Saturday, May 27, 2017 13:45

Calcium and Phosphorus for Bones and Teeth

Posted by on Sunday, June 14, 2009, 11:31
This news item was posted in Natural Cures category and has 0 Comments so far.

Calcium is the most abundant mineral found in the body, comprising about 39% of the body’s mineral content and about 2% of the body’s weigh. Calcium is also one of the most important minerals utilized by the body because it is essential for the formation of bones and teeth. The bones store extra calcium, which the body can extract and use when too little calcium is being consumed.

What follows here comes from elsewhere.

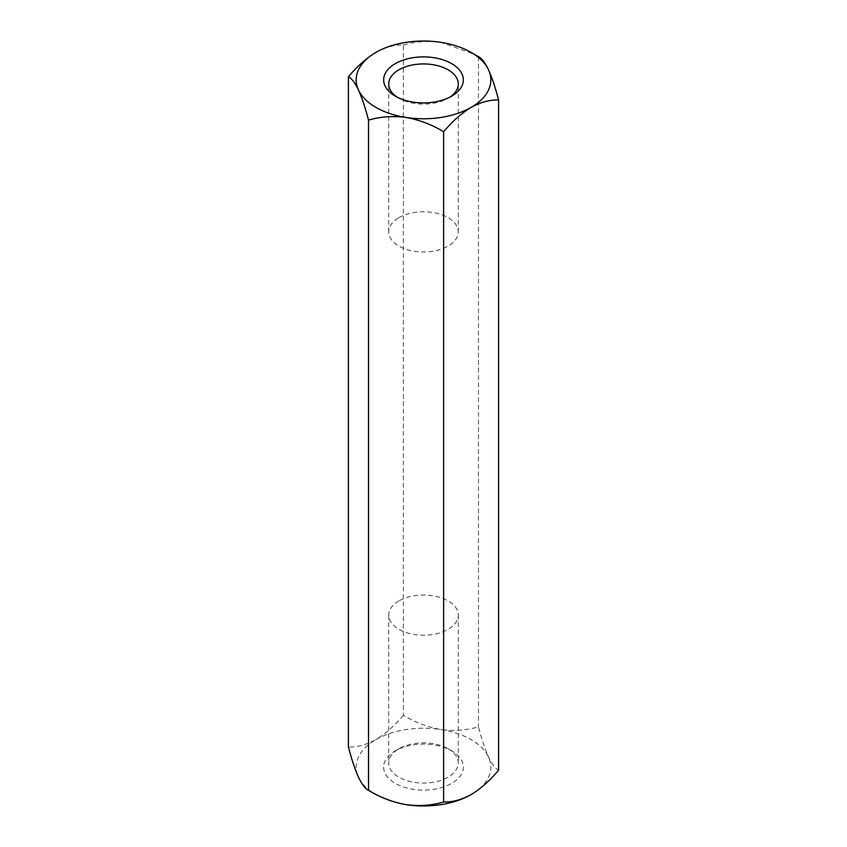 <?xml version="1.0" encoding="UTF-8"?>
<svg xmlns="http://www.w3.org/2000/svg" width="847" height="847" viewBox="0 0 847 847"><rect width="100%" height="100%" fill="white"/><g stroke="black" fill="none" stroke-linecap="round" stroke-linejoin="round"><path stroke-width="0.64" stroke-dasharray="4.24 3.18" d="M398.895 600.915A34.791 20.084 0 0 0 388.709 615.123A34.791 20.084 0 0 0 410.181 633.683A34.791 20.084 0 0 0 448.105 629.321A34.791 20.084 0 0 0 458.291 615.123A34.791 20.084 0 0 0 436.819 596.563A34.791 20.084 0 0 0 398.895 600.915M448.105 748.769L448.105 748.769A34.791 20.084 180 0 1 458.291 762.978A34.791 20.084 180 0 1 448.105 777.186A34.791 20.084 180 0 1 410.181 781.537A34.791 20.084 180 0 1 388.709 762.978A34.791 20.084 180 0 1 398.895 748.769A34.791 20.084 180 0 1 448.105 748.769L451.673 750.834A39.841 23.007 0 0 0 395.327 750.834A39.841 23.007 0 0 0 395.327 783.369A39.841 23.007 0 0 0 451.673 783.369A39.841 23.007 0 0 0 451.673 750.834M398.895 217.679A34.791 20.084 180 0 1 436.819 213.317A34.791 20.084 180 0 1 458.291 231.877A34.791 20.084 180 0 1 448.105 246.085A34.791 20.084 180 0 1 410.181 250.437A34.791 20.084 180 0 1 388.709 231.877A34.791 20.084 180 0 1 398.895 217.679M375.888 52.408C385.618 47.146 394.776 44.69 403.373 45.05L403.373 715.239C415.062 722.364 427.587 727.128 440.927 729.553C454.119 731.268 466.633 730.368 478.481 726.853C481.604 738.923 484.96 748.981 488.539 757.038C492.075 764.333 495.421 768.716 498.597 770.209M403.373 715.239C394.776 725.53 385.618 733.661 375.888 739.611A67.337 38.877 180 0 1 440.927 729.553A67.337 38.877 180 0 1 488.539 757.038A67.337 38.877 0 0 1 471.112 794.592M478.481 56.664L478.481 726.853M403.373 45.05C415.062 41.535 427.587 40.645 440.927 42.35L473.812 54.06M406.073 804.65A67.337 38.877 180 0 1 358.461 777.165A67.337 38.877 180 0 1 375.888 739.611C366.179 744.873 357.011 747.329 348.403 746.98M397.232 97.193A34.791 20.084 0 0 0 398.895 98.231A34.791 20.084 0 0 0 448.105 98.231L448.105 98.231A34.791 20.084 0 0 0 449.768 97.193M398.895 98.231L395.327 96.166M448.105 98.231L451.673 96.166L448.105 98.231M398.895 748.769L395.327 750.834M388.709 615.123L388.709 762.978M458.291 615.123L458.291 762.978M458.291 231.877L458.291 84.022M388.709 231.877L388.709 84.022"/><path stroke-width="1.27" d="M473.812 54.06L478.481 56.664C481.604 58.094 484.96 62.487 488.539 69.835C492.075 77.776 495.421 87.834 498.597 100.02L498.597 770.209C490 780.511 480.831 788.631 471.112 794.592C461.403 799.854 452.234 802.31 443.627 801.95C431.938 805.465 419.413 806.355 406.073 804.65C392.881 802.289 380.367 797.514 368.519 790.336C365.396 788.906 362.04 784.513 358.461 777.165C354.925 769.224 351.579 759.166 348.403 746.98L348.403 76.791C351.579 78.284 354.925 82.667 358.461 89.962A67.337 38.877 180 0 1 375.888 52.408C366.179 58.358 357.011 66.49 348.403 76.791M375.888 52.408A67.337 38.877 180 0 1 440.927 42.35A67.337 38.877 180 0 1 488.539 69.835A67.337 38.877 0 0 1 471.112 107.389A67.337 38.877 180 0 1 406.073 117.447C392.881 115.732 380.367 116.632 368.519 120.147C365.396 108.077 362.04 98.019 358.461 89.962A67.337 38.877 180 0 0 406.073 117.447C419.413 119.872 431.938 124.636 443.627 131.761L443.627 801.95M498.597 100.02C490 99.66 480.831 102.116 471.112 107.389C461.403 113.339 452.234 121.46 443.627 131.761M368.519 120.147L368.519 790.336M449.768 97.193A34.791 20.084 0 0 0 458.291 84.022A34.791 20.084 0 0 0 436.819 65.463A34.791 20.084 0 0 0 398.895 69.814A34.791 20.084 0 0 0 388.709 84.022A34.791 20.084 0 0 0 397.232 97.193M451.673 96.166A39.841 23.007 180 0 1 395.327 96.166A39.841 23.007 180 0 1 395.327 63.631A39.841 23.007 180 0 1 451.673 63.631A39.841 23.007 180 0 1 451.673 96.166L451.673 96.166M471.112 794.592A67.337 38.877 180 0 1 406.073 804.65"/></g></svg>

About 99% of body calcium is present in bones and teeth. The remaining one percent is found in the soft tissues and body fluids. Calcium is stored in the bones as well. If the intake is not sufficient, calcium can be removed from the bones to meet other essential body needs. This may occur during pregnancy and lactation, when they calcium requirement of the body increases. The den tine and enamel of the teeth are more stable than and do not yield calcium as readily as the bones.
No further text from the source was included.